PROBLEM DETAILS:
Count up the lines below in which the string "Commons" appears. The reply should be that number alone.
* * * * * * * * *
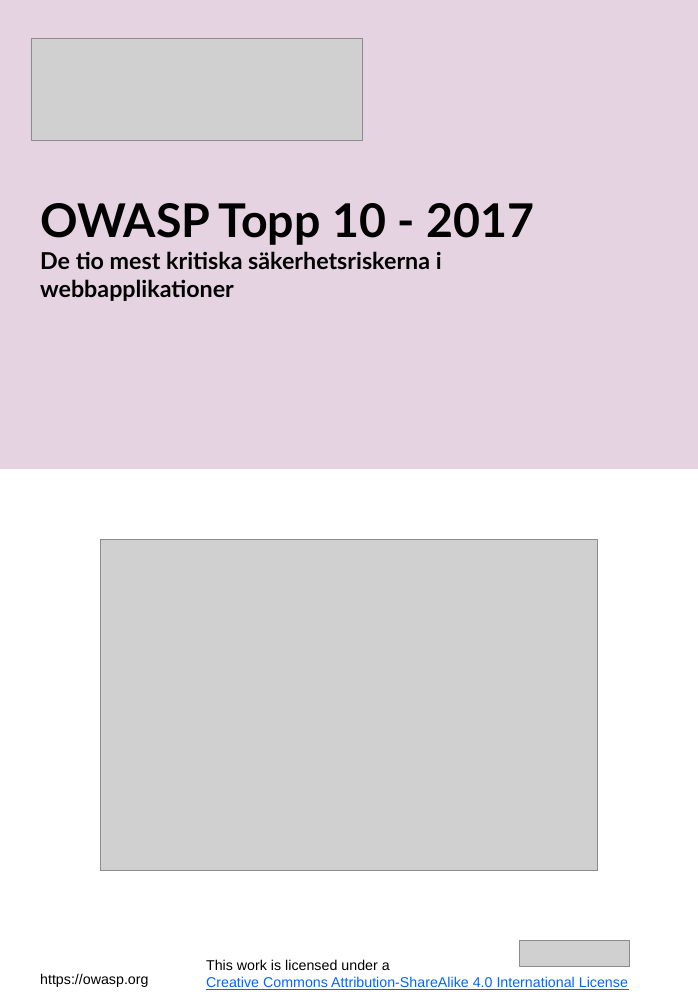
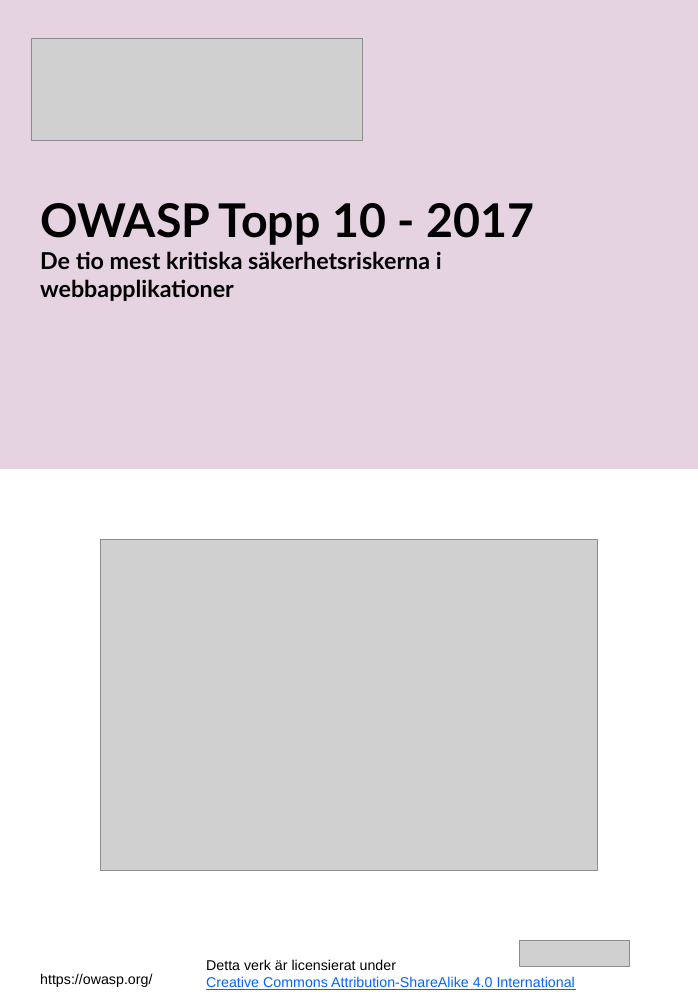
Before and after one commit to xl-sec/Top10, a slide deck: slide 1 of 2017/se/OWASP_Top10-2017_(se).pptx. Drawn at 698x1008 pixels with LibreOffice and Linux fonts; fonts in the diff are those of the drawing; grey boxes stand for pictures. Boxes give left, top, right and bottom in pixels: in the first picture for what was removed or moved away, otherwise in the second. Text is boxed around its words. In the diff, an @@ line names an element or a change of style, - is before the commit and + after.

```diff
--- a/2017/se/OWASP_Top10-2017_(se).pptx
+++ b/2017/se/OWASP_Top10-2017_(se).pptx
@@ text at <box>206,959,575,990</box>: text changed @@
-This work is licensed under a
-Creative Commons Attribution-ShareAlike 4.0 International License
+Detta verk är licensierat under
+Creative Commons Attribution-ShareAlike 4.0 International
@@ text at <box>40,973,152,987</box>: text changed @@
-https://owasp.org
+https://owasp.org/
```
Also in this commit, not shown: 7 other slides changed, 6 other files.
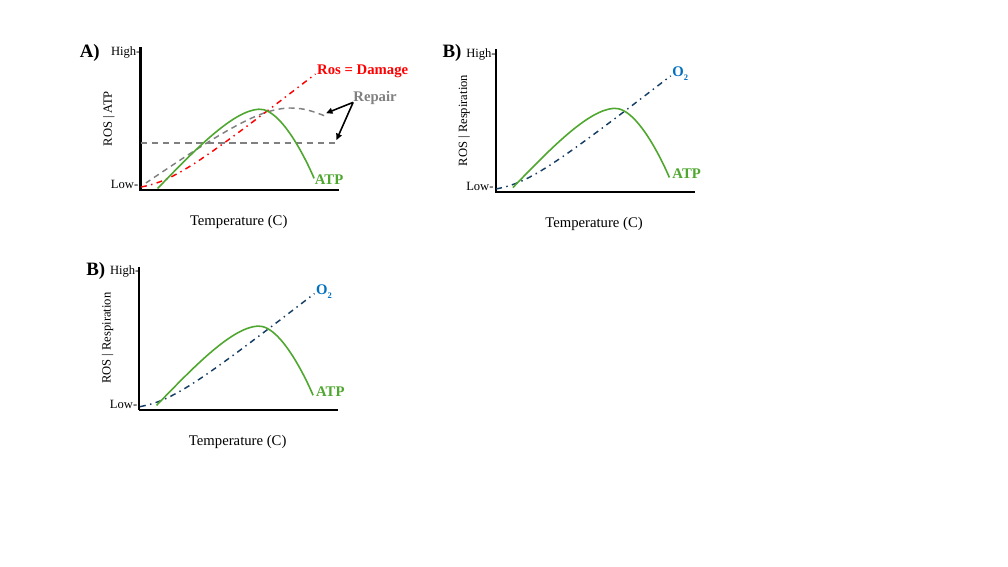
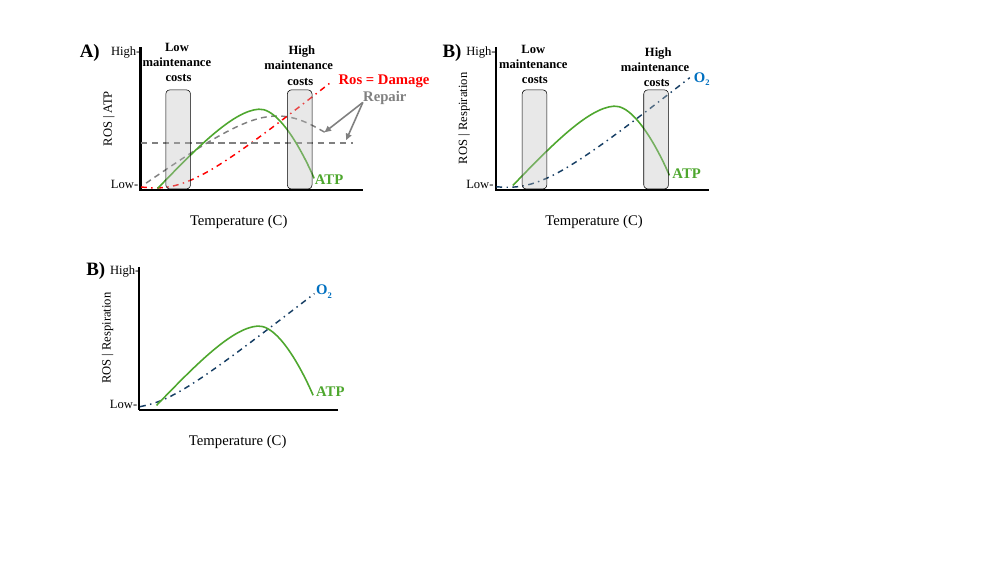
Before and after one commit to kris-wild/Lampro_survival, a slide deck: slide 1 of Meeting_documents/Theoretical_expectations.pptx. Drawn at 1008x567 pixels with LibreOffice and Linux fonts; fonts in the diff are those of the drawing. Boxes give left, top, right and bottom in pixels: in the first picture for what was removed or moved away, otherwise in the second. Text is boxed around its words. In the diff, an @@ line names an element or a change of style, - is before the commit and + after.

```diff
--- a/Meeting_documents/Theoretical_expectations.pptx
+++ b/Meeting_documents/Theoretical_expectations.pptx
@@ freeform shape: place and size @@
-freeform shape at [141, 62, 316, 200]
+freeform shape at [141, 58, 331, 213]
@@ freeform shape: place and size @@
-freeform shape at [496, 64, 671, 202]
+freeform shape at [496, 54, 690, 211]
@@ freeform shape: place and size @@
-freeform shape at [145, 81, 324, 217]
+freeform shape at [145, 86, 324, 229]
@@ text "Ros = Damage": place and size @@
-text "Ros = Damage" at [317, 64, 409, 78]
+text "Ros = Damage" at [339, 74, 430, 87]
@@ text "Repair": place and size @@
-text "Repair" at [353, 91, 396, 104]
+text "Repair" at [363, 91, 406, 104]
@@ text "O2": place and size @@
-text "O2" at [665, 58, 697, 84]
+text "O2" at [687, 64, 718, 89]
@@ arrow moved from (353, 102) - (327, 113) to (363, 102) - (324, 132) @@
@@ arrow (363, 102) - (324, 132): stroke #000000 1.5 pt to #808080 1.5 pt @@
@@ arrow moved from (353, 102) - (337, 140) to (363, 102) - (346, 140) @@
@@ arrow (363, 102) - (346, 140): stroke #000000 1.5 pt to #808080 1.5 pt @@
@@ freeform shape at [513, 106, 669, 185]: outline redrawn @@
@@ group added at [143, 42, 689, 189]: 4 texts, 4 rounded rectangles @@
+Low
+maintenance
+costs
+High
+maintenance
+costs
+Low
+maintenance
+costs
+High
+maintenance
+costs
@@ line moved from (141, 143) - (337, 143) to (141, 143) - (352, 143) @@
@@ line moved from (340, 191) - (140, 191) to (363, 191) - (140, 191) @@
@@ line moved from (695, 192) - (495, 192) to (709, 190) - (495, 190) @@
```
Also in this commit, not shown: 3 other files.
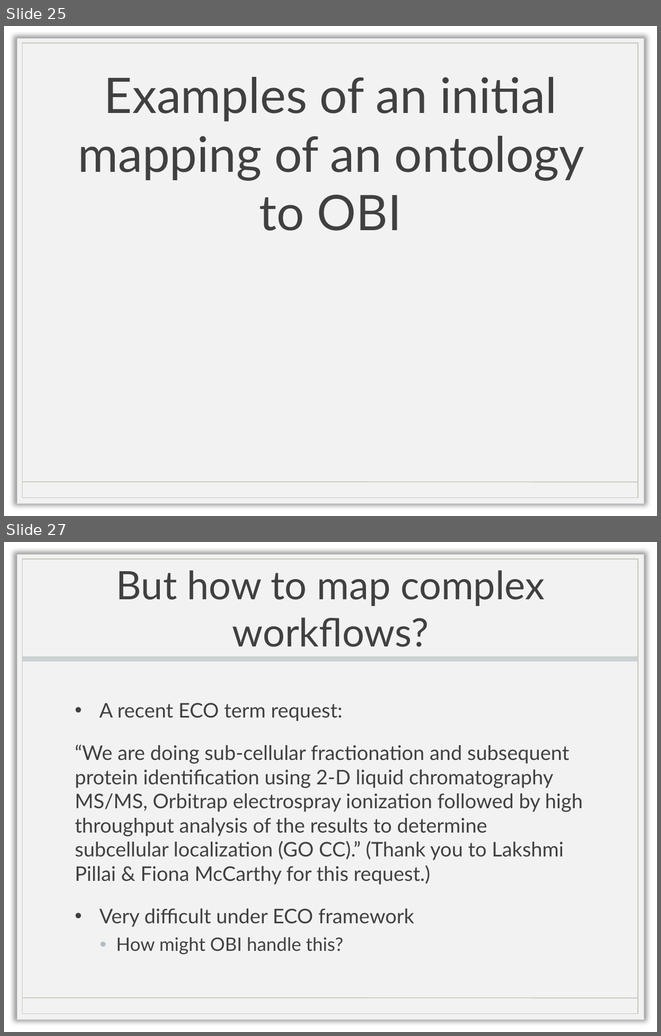
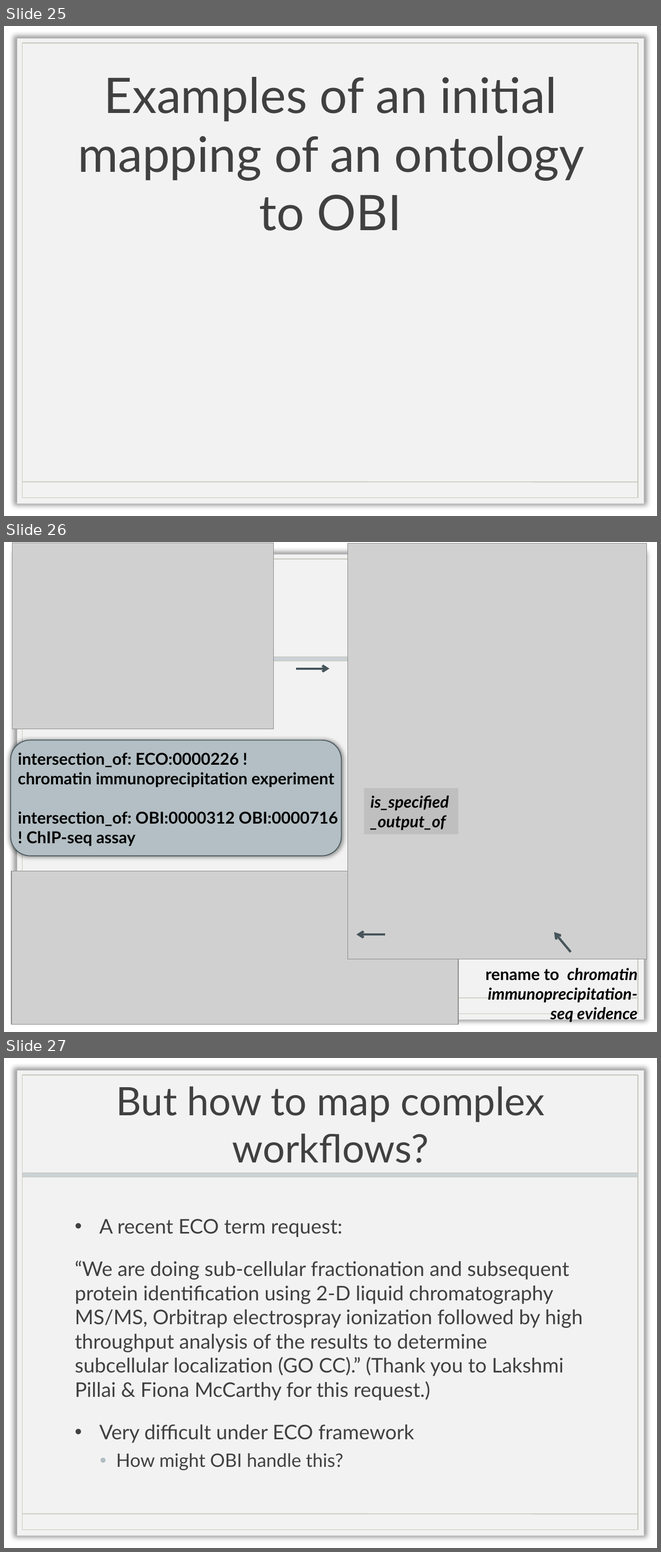
Before and after one commit to obi-ontology/obi-legacy-svn, a slide deck: trunk/docs/presentations/OBI tutorial July 2011 ICBO/OBI-ICBO_ECO-talk_2.pptx. Shown one above the other, each under a label of ours: slides 25 and 27 before the commit, slides 25, 26 and 27 after it; the slides between them are not shown. The pictures are 661x1036 and 661x1552 pixels, drawn with LibreOffice and Linux fonts; fonts in the diff are those of the drawing; grey boxes stand for pictures; background and template pictures are left out. Boxes give left, top, right and bottom in pixels: in the first picture for what was removed or moved away, otherwise in the second. Text is boxed around its words. In the diff, an @@ line names an element or a change of style, - is before the commit and + after.

Commit message:
updated overview slides + replacement slide 26 from Marcus inserted into ECO

```diff
--- a/trunk/docs/presentations/OBI tutorial July 2011 ICBO/OBI-ICBO_ECO-talk_2.pptx
+++ b/trunk/docs/presentations/OBI tutorial July 2011 ICBO/OBI-ICBO_ECO-talk_2.pptx
@@ slide 26 added at bbox=[4, 542, 657, 1032], background picture (left out); not listed: 4 template elements that a slide beside it also shows @@
@@ picture added at bbox=[12, 543, 274, 729] @@
@@ picture added at bbox=[347, 543, 646, 959] @@
@@ arrow added from (296, 669) to (329, 669), #48565C 2.5 pt @@
@@ rounded rectangle added at bbox=[10, 740, 341, 855], fill #B3BFC4, outline #49585E 1 pt @@
@@ text added at bbox=[18, 752, 338, 846], 18 pt, text #000000, bold @@
+  intersection_of: ECO:0000226 !
+  chromatin immunoprecipitation experiment
+  intersection_of: OBI:0000312 OBI:0000716 ! ChIP-seq assay
@@ rectangle added at bbox=[364, 788, 458, 835], fill #BFBFBF, 18 pt, text #000000, bold, italic @@
+is_specified_output_of
@@ picture added at bbox=[11, 871, 458, 1024] @@
@@ arrow added from (385, 934) to (356, 934), #48565C 2.5 pt @@
@@ arrow added from (571, 952) to (554, 932), #48565C 2.5 pt @@
@@ text added at bbox=[485, 965, 638, 1022], 18 pt, text #000000, bold, italic @@
+rename to chromatin
+immunoprecipitation-seq evidence
```
Also in this commit, not shown: 1 slide removed.
* * * * * * * * *
RESPONSE TO THIS EXERCISE:
2